2. Description of the Prior Art
The processing of pitchblende or monazite produces low level radioactive waste residues which bear thorium, and/or uranium and their natural decay daughters. Typically, these thorium and/or uranium bearing wastes are in the form of slurries and, as such, present disposal problems due to volume and containment considerations.
Various processes are known in the prior art to concentrate and immobilize toxic and/or radioactive wastes. For example, U.S. Pat. No. 4,725,383 teaches a process for volume reduction and solidification of a radioactive waste solution by adding ZnO or a mixture of ZnO with Al2 O3 and/or CaO, dehydrating the mixture, and melting to produce a vitrified solid. Another process for volume reduction and immobilization of waste is taught by U.S. Pat. No. 4,395,367 wherein fission waste is treated by mixing a glass forming agent, a metal oxide and a reducing agent with the fission waste, and heating the mixture until melted.
However, none of the known processes are effective on thorium and/or uranium bearing waste residues due to the extremely high melting point of ThO2 (3200° C.) and UO2 (2500° C.). Under the process of this invention, it has now been discovered that the volume of these thorium and/or uranium bearing waste residues can be reduced by as much as 60 to 80 percent and that it is possible to immobilize these wastes into a solid, vitrified mass.
It is an object of this invention to provide a process for the concentration and immobilization of radioactive waste residues.
It is another object of this invention to provide a process for vitrifying the waste residues obtained from processing pitchblende or monazite.
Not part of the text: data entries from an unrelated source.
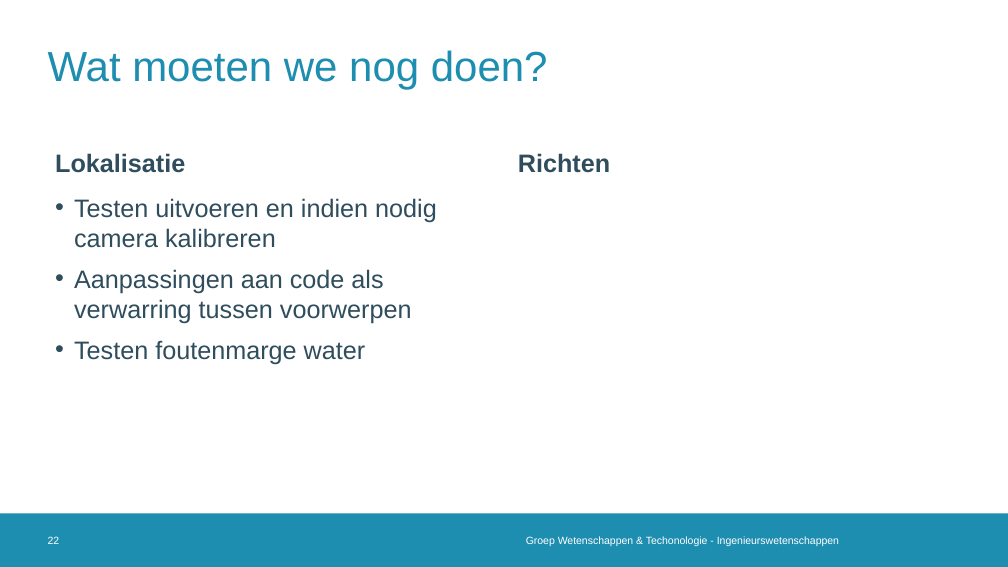
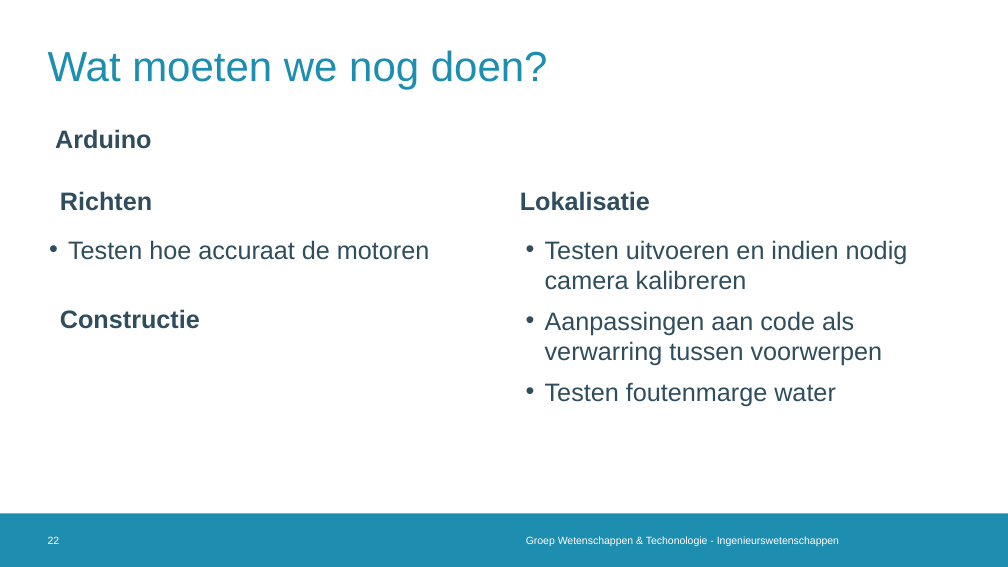
Before and after one commit to 2023-2022-KULAK-IW/2022_2023_Probleemoplossen_en_Ontwerpen_2, a slide deck: slide 22 of Tussentijdse Presentatie .pptx. Drawn at 1008x567 pixels with LibreOffice and Linux fonts; fonts in the diff are those of the drawing; background and template pictures are left out. Boxes give left, top, right and bottom in pixels: in the first picture for what was removed or moved away, otherwise in the second. Text is boxed around its words. In the diff, an @@ line names an element or a change of style, - is before the commit and + after.

Commit message:
aanpassing van mijn slides

```diff
--- a/Tussentijdse Presentatie .pptx
+++ b/Tussentijdse Presentatie .pptx
@@ text added at (x1=55, y1=129, x2=152, y2=149), 24 pt, text #2F4D5D, bold @@
+Arduino
@@ text "Richten" moved from (x1=518, y1=153, x2=610, y2=173) to (x1=60, y1=191, x2=152, y2=211) @@
@@ text "Lokalisatie" moved from (x1=55, y1=153, x2=185, y2=173) to (x1=520, y1=191, x2=650, y2=211) @@
@@ text "Testen uitvoeren en indien nodig ..." moved from (x1=74, y1=198, x2=437, y2=364) to (x1=545, y1=240, x2=908, y2=406) @@
@@ text added at (x1=68, y1=240, x2=429, y2=260), 24 pt, text #2F4D5D @@
+• Testen hoe accuraat de motoren
@@ text added at (x1=60, y1=309, x2=200, y2=329), 24 pt, text #2F4D5D, bold @@
+Constructie
```
Also in this commit, not shown: 2 other slides changed, 1 other file.

It is another object of this invention to provide a process for reducing the volume of radioactive waste residues and immobilizing these residues to produce a dustless environmentally safe form.
It is another object of this invention to reduce the diffusion of radon into the environment, reduce alpha and beta radiation exposures, and maintain gamma radiation exposure within reasonable limits.
Under the process of the present invention, there has been provided a method of treating the radioactive waste residues which result from the processing of pitchblende or monazite or other thorium or uranium bearing minerals, which comprises forming a mixture of a dried radioactive thorium and/or uranium containing waste residue and a fluxing agent, melting the mixture to form molten glass, and pouring the molten glass into a suitable container.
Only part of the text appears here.